В ателье Ленбаха в известные дни был открыт доступ посетителям. Тихо, полушепотом делились зрители впечатлениями от работ знаменитого портретиста.
С темных, в лессировку прописанных холстов смотрели на меня Бисмарк, Наполеон, взрослые и дети, внимательно и тонко сделанные.
Опять новое скобление по моей слабой установке на живопись! От прочной закупорки всех пор холста Штуком до едва наложенной сверху фактуры Ленбаха, до примитивной закраски Беклина трепался я в моих пробах у Ашбе. От тоски не спасало меня и то, что мои товарищи проделывали то же самое, разноголосица была
не только во мне, но и в окружающих. Одно я понял здесь и понял надолго - это то, что предмет изолированный, "предмет вообще" не есть сюжет для живописи.Мюнхен моих дней уже перевалил зенит своего расцвета. Еще годы будет отзываться он своим влиянием то здесь, то там в Европе, Макс Клингер поведет искаженной его линию, но высоты Беклина, Штука и Ленбаха долго будут незанятыми в немецкой живописи.
В стеклянном дворце мюнхенского "Сецессиона" увидел я новую французскую школу живописи в ряду других. Эта живопись и выставлена была в особых условиях: на полном свету, без всяких альковов и искусственного полумрака, совсем не так, как показывался Бугеро, Рошгросс и мюнхенцы. Сразу даже как-то стало неловко от бесстыдства обнаженных красок. Первое, что меня ошеломило в молодых французах, - это отсутствие классической светотени, - свет и тень у них теряли значение белого и черного, они сохраняли ту же спектральность краски, что и цвет.
Ярмарка какая-то, - недоумевал я, - вот они - барби-зонцы и понт-авенцы, о которых доносились к нам вести в Москву!
Долго ворочался и ежился я возле них, но, когда, обозленный, пошел я в соседние залы с классическим благополучием, мне и там стало неприятно от рельефно вылезающих на меня персонажей, никакого сношения с краской не имеющих.
Лучше пойду обратно, прислушаюсь, - ведь галдят же о чем-нибудь эти крикливые французы… Сосредоточился на натюрмортах. Внимательно, мазок за мазком, рассмотрел я один из них, изображавший фрукты, и вот что он мне рассказал.
Цвет в этом натюрморте не являлся только наружным обозначением "кожи" предмета, нет, каким-то фокусом мастера он шел из глубины яблока; низлежащие краски уводили мое внимание вовнутрь предметной массы, одновременно разъясняя и тыловую часть, скрытую от зрителя. Последний эффект заключался в фоне: он замечательно был увязан с предметом. У краев яблока развернулись предо мной события, которые в такой остроте, пожалуй, мне впервые представились. Яблоко, меняя цвет в своем абрисе, приводило к подвижности цвета и фон на каждом его сантиметре, и фрукт отрывался от фона, фон, по-разному реагирующий на его края, образовывал пространство, чтоб дать место улечься яблоку с его иллюзорной шаровидностью.
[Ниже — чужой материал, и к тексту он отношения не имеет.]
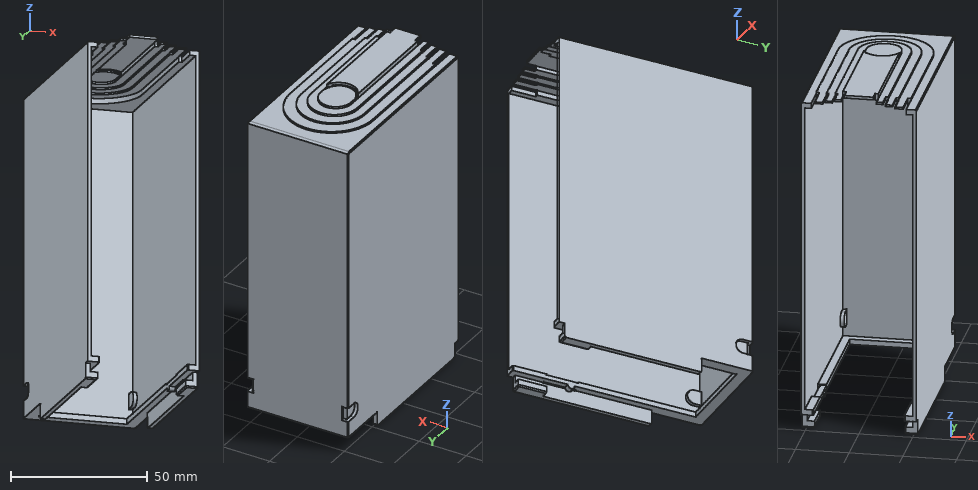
import cadquery as cq

width = 43.0
depth = 79.5
height = 132.0
wall = 1.5
shell_bottom = 6.0
shell_top = 128.0
cavity_top = 126.0
half_width = width / 2
cavity_half_width = half_width - wall
edge_chamfer = 0.4
side_top_chamfer_drop = 0.4
back_top_chamfer_run = 1.5
back_top_chamfer_drop = 0.4

arch_half_widths = [17.7, 13.5, 9.9, 6.6]
arch_tops = [128.7, 129.4, 130.2, 131.0]
arch_bottoms = [shell_top] + arch_tops[:-1]
first_arch_center = 55.0
arch_center_step = 1.0
arch_centers = [first_arch_center - i * arch_center_step for i in range(len(arch_half_widths))]
arch_rims = [1.2, 0.9, 0.9, 1.2]
slot_length_step = 2.0

tongue_half_width = arch_half_widths[-1]
tongue_bottom = arch_tops[-1]
disk_center = 49.9
disk_radius = 6.5
disk_gap = 0.7
disk_side_web = 0.3

ledge_top = 8.0
ledge_reach = 4.6
ledge_inner = half_width - ledge_reach
ledge_corner = 0.4

spring_front = 13.9
spring_back = 26.9
spring_groove = 0.8
spring_drop = 0.4
detent_center = 24.0
detent_radius = 1.5

tab_front = 2.4
tab_back = 58.3
tab_thickness = 1.8
tab_chamfer = 0.5
hook_height = 2.8

pocket_bottom = 12.7
pocket_height = 5.8
pocket_front = depth - 7.1
pocket_depth = 1.5
pocket_step = 1.2
pocket_step_depth = 1.3
pocket_ramp = 0.5
pocket_radius = pocket_height / 2
pocket_middle = pocket_bottom + pocket_radius


def block(x_range, y_range, z_range):
    """Box between the given limits."""
    size = [high - low for low, high in (x_range, y_range, z_range)]
    corner = (x_range[0], y_range[0], z_range[0])
    return cq.Workplane("XY").box(*size, centered=False).translate(corner)


def both_sides(right_body):
    """The body together with its mirror image on the left."""
    return right_body.union(right_body.mirror("YZ"))


def arch_prism(radius, center, bottom, top):
    """Prism with straight sides from the front face and a round back end."""
    return (
        cq.Workplane("XY")
        .workplane(offset=bottom)
        .moveTo(-radius, 0)
        .lineTo(-radius, center)
        .threePointArc((0, center + radius), (radius, center))
        .lineTo(radius, 0)
        .close()
        .extrude(top - bottom)
    )


def disk(radius, bottom, top):
    """Round disk at the finger position."""
    return cq.Workplane("XY", origin=(0, disk_center, bottom)).circle(radius).extrude(top - bottom)


def shell():
    outside = block((-half_width, half_width), (0, depth), (shell_bottom, shell_top))
    outside = outside.edges("|Z and >Y").chamfer(edge_chamfer)
    side_corner = (
        cq.Workplane("XZ")
        .polyline([
            (half_width, shell_top),
            (half_width - edge_chamfer, shell_top),
            (half_width, shell_top - side_top_chamfer_drop),
        ])
        .close()
        .extrude(-depth)
    )
    back_corner = (
        cq.Workplane("YZ")
        .polyline([
            (depth, shell_top),
            (depth - back_top_chamfer_run, shell_top),
            (depth, shell_top - back_top_chamfer_drop),
        ])
        .close()
        .extrude(half_width, both=True)
    )
    cavity = block(
        (-cavity_half_width, cavity_half_width), (0, depth - wall), (shell_bottom, cavity_top)
    )
    return outside.cut(both_sides(side_corner)).cut(back_corner).cut(cavity)


def add_arches(body):
    """Stack the arches, each open to the cavity up to the rim that carries the next one."""
    for radius, center, bottom, top in zip(arch_half_widths, arch_centers, arch_bottoms, arch_tops):
        body = body.union(arch_prism(radius, center, bottom, top))
    opening_bottoms = [cavity_top] + arch_bottoms[:-1]
    opening_radii = [radius - rim for radius, rim in zip(arch_half_widths, arch_rims)]
    for radius, center, bottom, top in zip(opening_radii, arch_centers, opening_bottoms, arch_bottoms):
        body = body.cut(arch_prism(radius, center, bottom, top))
    return body


def add_tongue(body):
    """Hollow the smallest arch in front of the disk, then roof the hollow with the tongue."""
    floor = arch_bottoms[-1]
    finger_disk = disk(disk_radius, floor, tongue_bottom)
    channel_half_width = tongue_half_width - arch_rims[-1]
    channel = block((-channel_half_width, channel_half_width), (0, disk_center), (floor, tongue_bottom))
    gap_half_width = tongue_half_width - disk_side_web
    gap_span = block((-gap_half_width, gap_half_width), (0, disk_center), (floor, tongue_bottom))
    gap = disk(disk_radius + disk_gap, floor, tongue_bottom).intersect(gap_span)
    hollow = channel.union(gap).cut(finger_disk)
    tongue = block((-tongue_half_width, tongue_half_width), (0, disk_center), (tongue_bottom, height))
    tongue = tongue.cut(disk(disk_radius + disk_gap, tongue_bottom, height))
    return body.cut(hollow).union(tongue)


def cut_front_slots(body):
    """Remove the rim of every arch near the front; the larger the arch, the longer the slot."""
    count = len(arch_half_widths)
    for index, (radius, rim) in enumerate(zip(arch_half_widths, arch_rims)):
        length = slot_length_step * (count + 1 - index)
        slot = block((radius - rim, radius), (0, length), (cavity_top, height))
        body = body.cut(both_sides(slot))
    return body


def ledge():
    side = block((ledge_inner, cavity_half_width), (0, depth - wall), (shell_bottom, ledge_top))
    side = side.edges("|Z and <X and <Y").chamfer(ledge_corner)
    spring_span = (spring_front, spring_back)
    spring_outer = cavity_half_width - spring_groove
    groove = block((spring_outer, cavity_half_width), spring_span, (shell_bottom, ledge_top))
    top_relief = block(
        (ledge_inner, cavity_half_width), spring_span, (ledge_top - spring_drop, ledge_top)
    )
    detent = (
        cq.Workplane("YZ", origin=(ledge_inner, detent_center, shell_bottom))
        .circle(detent_radius)
        .extrude(spring_outer - ledge_inner)
    )
    side = side.cut(groove).cut(top_relief).union(detent)
    back_span = (depth - ledge_reach, depth - wall)
    back = block((-ledge_inner, ledge_inner), back_span, (shell_bottom, ledge_top))
    return both_sides(side).union(back)


def tab_corner(end, run):
    """Wedge that bevels the lower corner of the right tab at one end."""
    return (
        cq.Workplane("YZ")
        .polyline([(end, 0), (end + run, 0), (end, tab_chamfer)])
        .close()
        .extrude(half_width)
    )


def tabs():
    tab_inner = half_width - tab_thickness
    plate = block((tab_inner, half_width), (tab_front, tab_back), (0, shell_bottom))
    hook = block((ledge_inner, tab_inner), (tab_front, spring_front), (0, hook_height))
    hook = hook.edges("|Y and <X and <Z").chamfer(tab_chamfer)
    tab = plate.union(hook)
    tab = tab.cut(tab_corner(tab_front, tab_chamfer))
    tab = tab.cut(tab_corner(tab_back, -tab_chamfer))
    return both_sides(tab)


def pocket_outline(inner_x, length):
    """Prism along X with a round front end, reaching the back face."""
    center = pocket_front + pocket_radius
    pocket_top = pocket_bottom + pocket_height
    return (
        cq.Workplane("YZ", origin=(inner_x, 0, 0))
        .moveTo(depth, pocket_bottom)
        .lineTo(center, pocket_bottom)
        .threePointArc((pocket_front, pocket_middle), (center, pocket_top))
        .lineTo(depth, pocket_top)
        .close()
        .extrude(length)
    )


def add_latch_pockets(body):
    floor_x = half_width - pocket_depth
    backing = pocket_outline(floor_x - wall, wall)
    backing = backing.intersect(block((0, half_width), (0, depth - wall), (0, height)))
    recess = pocket_outline(floor_x, pocket_depth)
    deep_x = floor_x - pocket_step_depth
    step_front = depth - pocket_step
    step = (
        cq.Workplane("XY", origin=(0, 0, pocket_bottom))
        .polyline([
            (floor_x, depth),
            (floor_x, step_front - pocket_ramp),
            (deep_x, step_front),
            (deep_x, depth),
        ])
        .close()
        .extrude(pocket_height)
    )
    return body.union(both_sides(backing)).cut(both_sides(recess.union(step)))


result = shell()
result = add_arches(result)
result = add_tongue(result)
result = cut_front_slots(result)
result = result.union(ledge()).union(tabs())
result = add_latch_pockets(result)

Здорово продумано и проработано на каждом сантиметре холста, - понял я, - но как же привести всю эту красочную разорванность к единству формы?
Зачем дробить синее и желтое при наличии перманентной зелени?
Зачем выдумывать серый тон разбелами кобальта и сиены, когда есть на палитре нуар-де-пешь?
Почему красное нужно перебросить в фон, а в синем изобразить обнаженного человека? Как избежать при такой школе случайного, физиологического привкуса к легкомысленного эстетства? И почему, несмотря на чрезвычайную оригинальность этой школы, в ней не чувствуется декадентства, навешивающего на природу хлам людских настроений?
Много полезных, но острых заноз в себе унес я с этой выставки.
Она поселила во мне разлад и с самим собой, и с Мюнхеном, и с московским училищем.
Окружающая жизнь действовала на меня не менее сильно, чем искусство, - не мог я ее не сопоставлять с Россией.
Отсюда чувствовалась необъятная моя, дремлющая Равнина. Чрезвычайными усилиями взрощены на ней крошечные цветники махрозых, привередливых растений.